Introduction and objectives CPI has been reported to be an accurate predictor of mortality in sarcoidosis and IPF. A CPI score of >40 is associated with a 5 year survival probability of 50%.1 There is a paucity of studies of CPI in patients of black ethnicity. We investigated CPI in a large cohort of patients attending a specialist sarcoidosis clinic serving a large African Caribbean community in South-East London.
Methods 503 subjects with a diagnosis of sarcoidosis were assessed between May 2005 and May 2015. Relevant data needed to calculate CPI and ethnicity information was available in 297 patients with pulmonary involvement (based on radiological evidence +/- histological evidence). We calculated CPI with the following formula: 91·0 – (0·65 × percent predicted DLCO) – (0·53 × percent predicted FVC) + (0·34 × percent predicted FEV1). Clinical demographics, organ involvement, lung function, histology and subsequent therapy were systematically recorded (Table 1).

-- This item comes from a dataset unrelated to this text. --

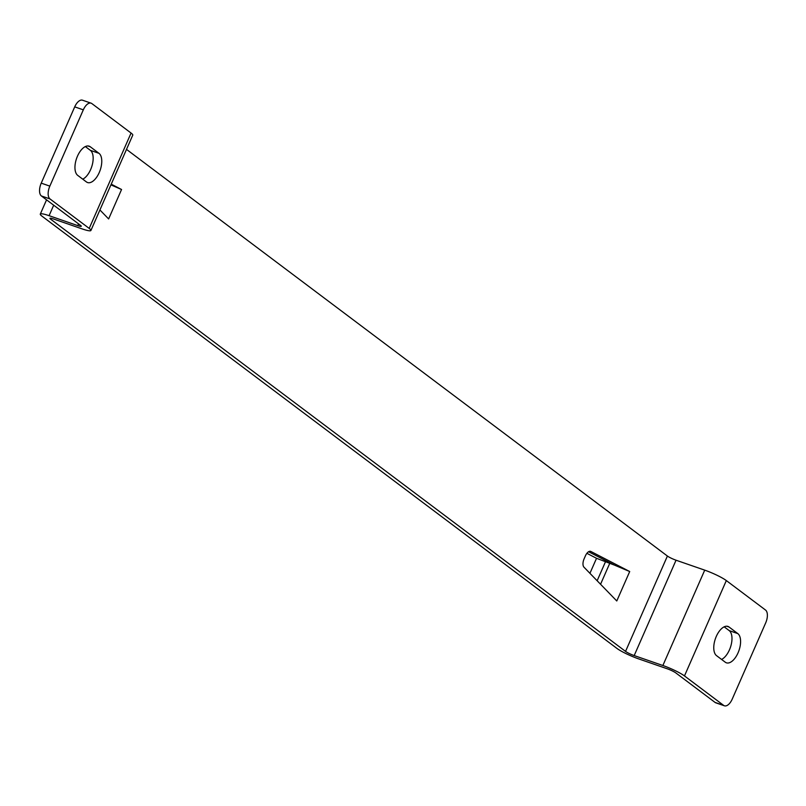 <?xml version="1.0" encoding="UTF-8"?>
<svg xmlns="http://www.w3.org/2000/svg" width="806" height="806" viewBox="0 0 806 806"><rect width="100%" height="100%" fill="white"/><g stroke="black" fill="none" stroke-linecap="round" stroke-linejoin="round"><path stroke-width="1.21" d="M725.259 662.2L716.544 655.651A15.767 7.879 109.1 0 1 715.809 637.586A15.767 7.879 109.1 0 1 727.989 626.443A15.767 7.879 109.1 0 1 729.098 627.048L737.812 633.597A15.767 7.879 109.1 0 1 738.548 651.651A15.767 7.879 109.1 0 1 726.367 662.804A15.767 7.879 109.1 0 1 725.259 662.2M662.875 665.504L704.726 570.144A17.52 2.408 -156.3 0 1 726.327 580.572L765.529 610.041A10.518 5.249 -70.9 0 1 765.7 622.857L732.211 699.134A10.518 5.249 -70.9 0 1 724.413 705.794A10.518 5.249 -70.9 0 1 723.667 705.401L684.475 675.932A17.52 2.408 23.7 0 0 662.875 665.504L634.191 655.57A7.012 0.967 -156.3 0 1 625.547 651.399L50.607 219.151A7.012 0.967 -156.3 0 1 49.932 218.325A7.012 0.967 -156.3 0 1 53.438 218.96L82.121 228.894A17.52 2.408 23.7 0 0 90.907 230.486A17.52 2.408 23.7 0 0 89.204 228.41L50.002 198.941A10.518 5.249 -70.9 0 1 49.841 186.126L83.32 109.838A10.518 5.249 -70.9 0 1 91.118 103.178A10.518 5.249 -70.9 0 1 91.864 103.581L131.066 133.05A17.52 2.408 -156.3 0 1 132.768 135.126L90.907 230.486M724.181 626.836L729.208 630.614A15.767 7.879 -70.9 0 1 731.052 645.263A15.767 7.879 -70.9 0 1 721.572 659.429M46.557 199.838L40.3 214.104A17.52 2.408 23.7 0 0 42.003 216.179L616.943 648.417A17.52 2.408 23.7 0 0 638.543 658.845L667.227 668.779A7.012 0.967 -156.3 0 1 675.871 672.95L715.063 702.419A10.518 5.249 109.1 0 0 715.809 702.822L724.413 705.794M40.3 214.104A17.52 2.408 23.7 0 1 49.085 215.686L77.769 225.62A7.012 0.967 -156.3 0 0 81.285 226.254A7.012 0.967 -156.3 0 0 80.6 225.428L41.398 195.959A10.518 5.249 109.1 0 1 41.227 183.143L49.841 186.126M588.571 551.737L614.424 565.097L596.531 558.296L586.899 553.319M126.512 149.392L667.408 556.039A7.012 0.967 23.7 0 0 676.043 560.21L634.191 655.57M704.726 570.144L676.043 560.21M629.708 571.535L590.869 551.465A7.012 3.506 109.1 0 0 590.637 551.364A7.012 3.506 109.1 0 0 585.438 555.797L584.098 558.85A7.012 3.506 109.1 0 0 583.977 567.182L616.781 600.974L629.708 571.535L614.424 565.097M110.936 184.866L121.555 189.501L111.238 184.171M99.914 209.963L108.629 218.94L121.555 189.501M90.282 146.783A15.767 7.879 109.1 0 0 89.164 146.178A15.767 7.879 109.1 0 0 76.993 157.321A15.767 7.879 109.1 0 0 77.729 175.386L86.433 181.934A15.767 7.879 109.1 0 0 87.552 182.539A15.767 7.879 109.1 0 0 99.722 171.386A15.767 7.879 109.1 0 0 98.997 153.331L90.282 146.783L87.914 145.957M85.355 146.571L90.383 150.349A15.767 7.879 -70.9 0 1 92.237 164.998A15.767 7.879 -70.9 0 1 82.756 179.164M91.118 103.178L82.514 100.206A10.518 5.249 109.1 0 0 74.716 106.866L41.227 183.143M726.327 580.572L684.475 675.932M729.098 627.048L726.74 626.222M729.208 630.614L737.812 633.597M715.063 702.419L723.667 705.401M50.002 198.941L41.398 195.959M51 218.265L50.607 219.151M625.547 651.399L667.408 556.039M89.204 228.41L131.066 133.05M90.383 150.349L98.997 153.331M83.32 109.838L74.716 106.866M77.769 225.62L78.535 223.877M53.69 205.198L49.085 215.686M600.561 584.259L609.719 563.404M589.932 573.318L596.531 558.296M605.417 561.913L597.145 580.743"/></g></svg>
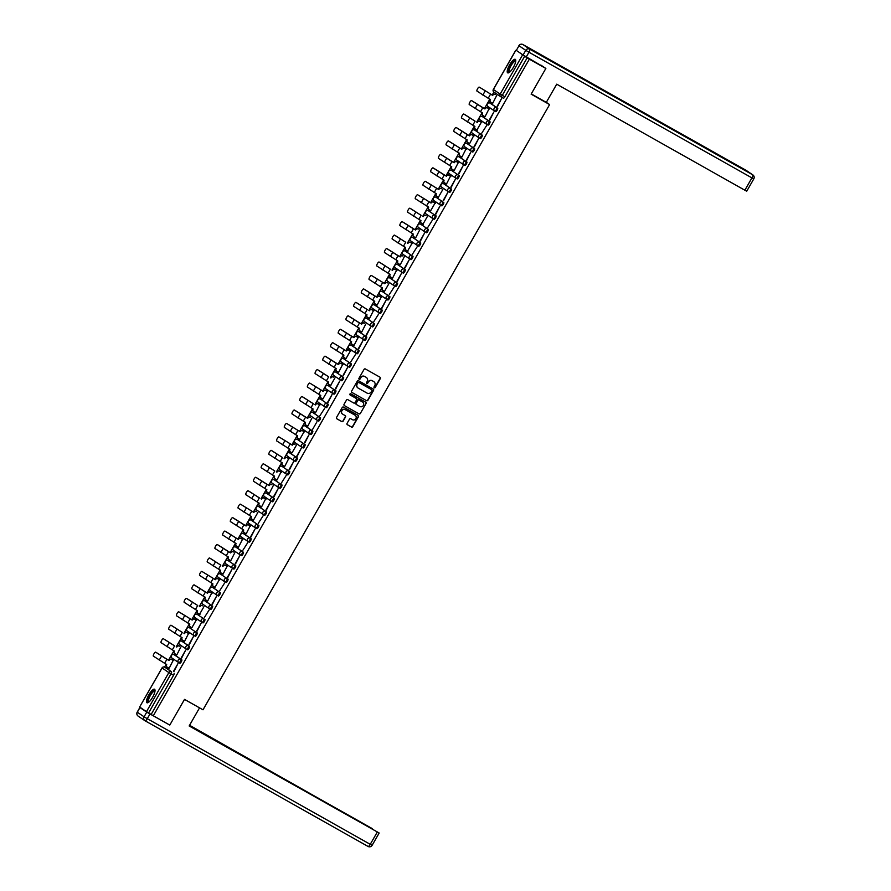 <?xml version="1.0" encoding="UTF-8"?>
<svg xmlns="http://www.w3.org/2000/svg" width="891" height="891" viewBox="0 0 891 891"><rect width="100%" height="100%" fill="white"/><g stroke="black" fill="none" stroke-linecap="round" stroke-linejoin="round"><path stroke-width="1.34" d="M374.287 387.797A0.679 0.657 124.1 0 0 375.189 387.529L380.346 378.53A0.98 0.936 124.1 0 0 380.012 377.227L365.377 368.974A0.98 0.936 124.1 0 0 364.074 369.364L358.928 378.363A0.679 0.657 124.1 0 0 359.151 379.276A0.679 0.657 124.1 0 0 360.064 378.998L360.732 377.84A3.119 2.985 124.1 0 1 364.887 376.592L366.101 377.283A3.119 2.985 124.1 0 1 367.159 381.459L366.491 382.618A0.679 0.657 124.1 0 0 366.68 383.509A0.679 0.657 124.1 0 0 367.627 383.264L368.295 382.105A3.119 2.985 124.1 0 1 372.449 380.858L373.674 381.548A3.119 2.985 124.1 0 1 374.721 385.725L374.053 386.883A0.679 0.657 124.1 0 0 374.287 387.797M374.131 387.674A0.679 0.657 124.1 0 0 374.955 387.362L380.101 378.374A0.98 0.936 124.1 0 0 379.945 377.194M358.995 379.154A0.679 0.657 124.1 0 0 359.819 378.842L360.732 377.84M366.569 383.408A0.679 0.657 124.1 0 0 367.393 383.108L368.295 382.105M175.004 655.197L174.09 654.685A1.994 0.579 119.4 0 1 174.09 654.685A1.994 0.579 119.4 0 1 174.079 654.685L180.862 659.273A1.994 0.579 119.4 0 1 180.361 661.3A1.994 0.579 119.4 0 1 178.902 662.726L179.793 663.238A1.994 0.579 -60.6 0 0 179.804 663.249A1.994 0.579 -60.6 0 0 181.274 661.813A1.994 0.579 -60.6 0 0 181.775 659.785L175.004 655.197A1.994 0.579 -60.6 0 0 174.992 655.197A1.994 0.579 -60.6 0 0 174.981 655.186M179.815 644.683A1.994 1.905 -55.9 0 1 179.147 642.021A1.994 1.905 124.1 0 1 181.797 641.23L181.786 641.23A1.994 0.579 119.4 0 1 181.797 641.23L188.569 645.819A1.994 0.579 119.4 0 1 188.068 647.846A1.994 0.579 119.4 0 1 186.598 649.272L187.5 649.784A1.994 0.579 -60.6 0 0 187.511 649.795A1.994 0.579 -60.6 0 0 188.981 648.358A1.994 0.579 -60.6 0 0 189.482 646.331L182.711 641.743A1.994 0.579 -60.6 0 0 182.7 641.743A1.994 0.579 -60.6 0 0 182.677 641.732M190.407 628.3A1.994 0.579 -60.6 0 0 190.396 628.289A1.994 0.579 -60.6 0 0 190.384 628.278L189.482 627.776A1.994 0.579 119.4 0 1 189.505 627.776L196.265 632.365A1.994 0.579 119.4 0 1 195.775 634.392A1.994 0.579 119.4 0 1 194.305 635.829A1.994 0.579 119.4 0 1 194.294 635.818A1.994 1.905 -55.9 0 1 193.625 633.156A1.994 1.905 -55.9 0 1 196.265 632.365L189.505 627.776A1.994 1.905 124.1 0 0 186.854 628.567A1.994 1.905 -55.9 0 0 187.522 631.229M198.114 614.846A1.994 0.579 -60.6 0 0 198.103 614.835A1.994 0.579 -60.6 0 0 198.092 614.823L197.189 614.322A1.994 0.579 119.4 0 1 197.201 614.333L203.972 618.911A1.994 0.579 119.4 0 1 203.482 620.938A1.994 0.579 119.4 0 1 202.012 622.375A1.994 0.579 119.4 0 1 202.001 622.363A1.994 1.905 -55.9 0 1 201.333 619.702A1.994 1.905 -55.9 0 1 203.972 618.911L197.201 614.333A1.994 1.905 124.1 0 0 194.561 615.113A1.994 1.905 -55.9 0 0 195.229 617.775M205.81 601.38L204.897 600.868A1.994 0.579 119.4 0 1 204.908 600.879L205.821 601.392A1.994 0.579 -60.6 0 0 205.81 601.38A1.994 0.579 -60.6 0 0 205.799 601.38L211.679 605.457A1.994 0.579 119.4 0 1 211.178 607.484A1.994 0.579 119.4 0 1 209.719 608.921A1.994 0.579 119.4 0 1 209.708 608.909A1.994 1.905 -55.9 0 1 209.04 606.248A1.994 1.905 -55.9 0 1 211.679 605.457L204.908 600.879A1.994 1.905 124.1 0 0 202.268 601.67A1.994 1.905 -55.9 0 0 202.936 604.321M213.517 587.926L212.604 587.414A1.994 0.579 119.4 0 1 212.615 587.425L213.528 587.937A1.994 0.579 -60.6 0 0 213.517 587.926A1.994 0.579 -60.6 0 0 213.506 587.926L219.386 592.003A1.994 0.579 119.4 0 1 218.885 594.03A1.994 0.579 119.4 0 1 217.426 595.466A1.994 0.579 119.4 0 1 217.404 595.455A1.994 1.905 -55.9 0 1 216.736 592.793A1.994 1.905 -55.9 0 1 219.386 592.003L212.615 587.425A1.994 1.905 124.1 0 0 209.964 588.216A1.994 1.905 -55.9 0 0 210.632 590.867M221.235 574.483A1.994 0.579 -60.6 0 0 221.213 574.472A1.994 0.579 -60.6 0 0 221.202 574.472L220.311 573.96A1.994 0.579 119.4 0 1 220.322 573.971L227.094 578.549A1.994 0.579 119.4 0 1 226.592 580.587A1.994 0.579 119.4 0 1 225.122 582.012A1.994 0.579 119.4 0 1 225.111 582.001A1.994 1.905 -55.9 0 1 224.443 579.339A1.994 1.905 -55.9 0 1 227.094 578.549L220.322 573.971A1.994 1.905 124.1 0 0 217.671 574.762A1.994 1.905 -55.9 0 0 218.34 577.413M228.931 561.029A1.994 0.579 -60.6 0 0 228.92 561.018A1.994 0.579 -60.6 0 0 228.909 561.018L228.007 560.506A1.994 0.579 119.4 0 1 228.007 560.506A1.994 0.579 119.4 0 1 228.018 560.517L234.79 565.106A1.994 0.579 119.4 0 1 234.3 567.133A1.994 0.579 119.4 0 1 232.829 568.558A1.994 0.579 119.4 0 1 232.818 568.547A1.994 1.905 -55.9 0 1 232.15 565.896A1.994 1.905 -55.9 0 1 234.79 565.106L228.018 560.517A1.994 1.905 124.1 0 0 225.378 561.308A1.994 1.905 -55.9 0 0 226.047 563.97M236.627 547.564L236.638 547.575A1.994 0.579 -60.6 0 0 236.627 547.564A1.994 0.579 -60.6 0 0 236.616 547.564L242.497 551.652A1.994 0.579 119.4 0 1 242.007 553.679A1.994 0.579 119.4 0 1 240.537 555.104A1.994 0.579 119.4 0 1 240.525 555.093A1.994 1.905 -55.9 0 1 239.857 552.442A1.994 1.905 -55.9 0 1 242.497 551.652L235.725 547.063A1.994 0.579 119.4 0 1 235.725 547.063A1.994 1.905 124.1 0 0 233.086 547.854A1.994 1.905 -55.9 0 0 233.754 550.515M241.461 537.061A1.994 1.905 -55.9 0 1 240.782 534.4A1.994 1.905 124.1 0 1 243.432 533.609L243.432 533.609A1.994 0.579 119.4 0 1 243.432 533.609L250.204 538.197A1.994 0.579 119.4 0 1 249.703 540.224A1.994 0.579 119.4 0 1 248.244 541.65L249.135 542.162A1.994 0.579 -60.6 0 0 249.157 542.162A1.994 0.579 -60.6 0 0 250.616 540.737A1.994 0.579 -60.6 0 0 251.117 538.71L244.346 534.121A1.994 0.579 -60.6 0 0 244.334 534.11A1.994 0.579 -60.6 0 0 244.323 534.11M251.106 520.144A1.994 0.579 119.4 0 1 251.128 520.144A1.994 0.579 119.4 0 1 251.139 520.155L252.053 520.667A1.994 0.579 -60.6 0 0 252.042 520.667A1.994 0.579 -60.6 0 0 252.03 520.656L257.911 524.743A1.994 0.579 119.4 0 1 257.41 526.77A1.994 0.579 119.4 0 1 255.94 528.196A1.994 0.579 119.4 0 1 255.929 528.185A1.994 1.905 -55.9 0 1 255.26 525.534A1.994 1.905 -55.9 0 1 257.911 524.743L251.139 520.155A1.994 1.905 124.1 0 0 248.489 520.945A1.994 1.905 -55.9 0 0 249.157 523.607M259.738 507.213L259.749 507.213A1.994 0.579 -60.6 0 0 259.738 507.213A1.994 0.579 -60.6 0 0 259.726 507.202L265.618 511.289A1.994 0.579 119.4 0 1 265.117 513.316A1.994 0.579 119.4 0 1 263.647 514.742A1.994 0.579 119.4 0 1 263.636 514.742A1.994 1.905 -55.9 0 1 262.968 512.08A1.994 1.905 -55.9 0 1 265.618 511.289L258.847 506.701A1.994 0.579 119.4 0 1 258.847 506.701A1.994 1.905 124.1 0 0 256.196 507.491A1.994 1.905 -55.9 0 0 256.864 510.153M264.571 496.699A1.994 1.905 -55.9 0 1 263.903 494.037A1.994 1.905 124.1 0 1 266.543 493.246L266.543 493.246A1.994 0.579 119.4 0 1 266.543 493.246L273.314 497.835A1.994 0.579 119.4 0 1 272.824 499.862A1.994 0.579 119.4 0 1 271.354 501.288L272.256 501.8A1.994 0.579 -60.6 0 0 272.267 501.8A1.994 0.579 -60.6 0 0 273.737 500.374A1.994 0.579 -60.6 0 0 274.228 498.347L267.456 493.759A1.994 0.579 -60.6 0 0 267.445 493.759A1.994 0.579 -60.6 0 0 267.434 493.748M275.152 480.305L275.163 480.305A1.994 0.579 -60.6 0 0 275.152 480.305A1.994 0.579 -60.6 0 0 275.141 480.294L281.021 484.381A1.994 0.579 119.4 0 1 280.52 486.408A1.994 0.579 119.4 0 1 279.061 487.834A1.994 0.579 119.4 0 1 279.05 487.834A1.994 1.905 -55.9 0 1 278.382 485.172A1.994 1.905 -55.9 0 1 281.021 484.381L274.25 479.792A1.994 0.579 119.4 0 1 274.25 479.792A1.994 1.905 124.1 0 0 271.61 480.583A1.994 1.905 -55.9 0 0 272.278 483.245M282.87 466.851A1.994 0.579 -60.6 0 0 282.859 466.851A1.994 0.579 -60.6 0 0 282.848 466.839L281.946 466.338A1.994 0.579 119.4 0 1 281.957 466.338L288.729 470.927A1.994 0.579 119.4 0 1 288.227 472.954A1.994 0.579 119.4 0 1 286.768 474.38A1.994 0.579 119.4 0 1 286.757 474.38A1.994 1.905 -55.9 0 1 286.078 471.718A1.994 1.905 -55.9 0 1 288.729 470.927L281.957 466.338A1.994 1.905 124.1 0 0 279.306 467.129A1.994 1.905 -55.9 0 0 279.986 469.791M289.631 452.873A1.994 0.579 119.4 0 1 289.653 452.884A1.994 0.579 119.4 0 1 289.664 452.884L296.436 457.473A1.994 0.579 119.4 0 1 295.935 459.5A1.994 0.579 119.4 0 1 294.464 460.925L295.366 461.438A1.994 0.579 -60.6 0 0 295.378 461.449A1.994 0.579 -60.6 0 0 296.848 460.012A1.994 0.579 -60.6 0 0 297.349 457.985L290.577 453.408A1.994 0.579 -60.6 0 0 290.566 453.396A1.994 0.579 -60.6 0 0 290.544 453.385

Results There were significant differences in CPI between all ethnic groups (ANOVA, p < 0.001). Black patients had a higher mean CPI score compared to white patients (39.0 (14.2) vs 29.9 (18.5), t = -4.129, p < 0.001) (Table 1). CPI was significantly higher in black Caribbean patients versus black African patients (41.2 (14.4) vs 36.3 (13.7), t = 2.656 p = 0.008). CPI was weakly correlated with number of immunosuppressant medications used; correlation coefficient r = 0.214, p < 0.001. CPI was not associated with age at presentation, gender, initial requirement of treatment or prediction of ≥2-organ involvement.
Conclusion Black patients have more severe disease than other ethnicities, with the most severe illness in those of black Caribbean ethnicity, who have the worst CPI scores. Further studies are needed to determine the long-term outcome in this patient cohort, such as decline in PFTs, quality of life and mortality.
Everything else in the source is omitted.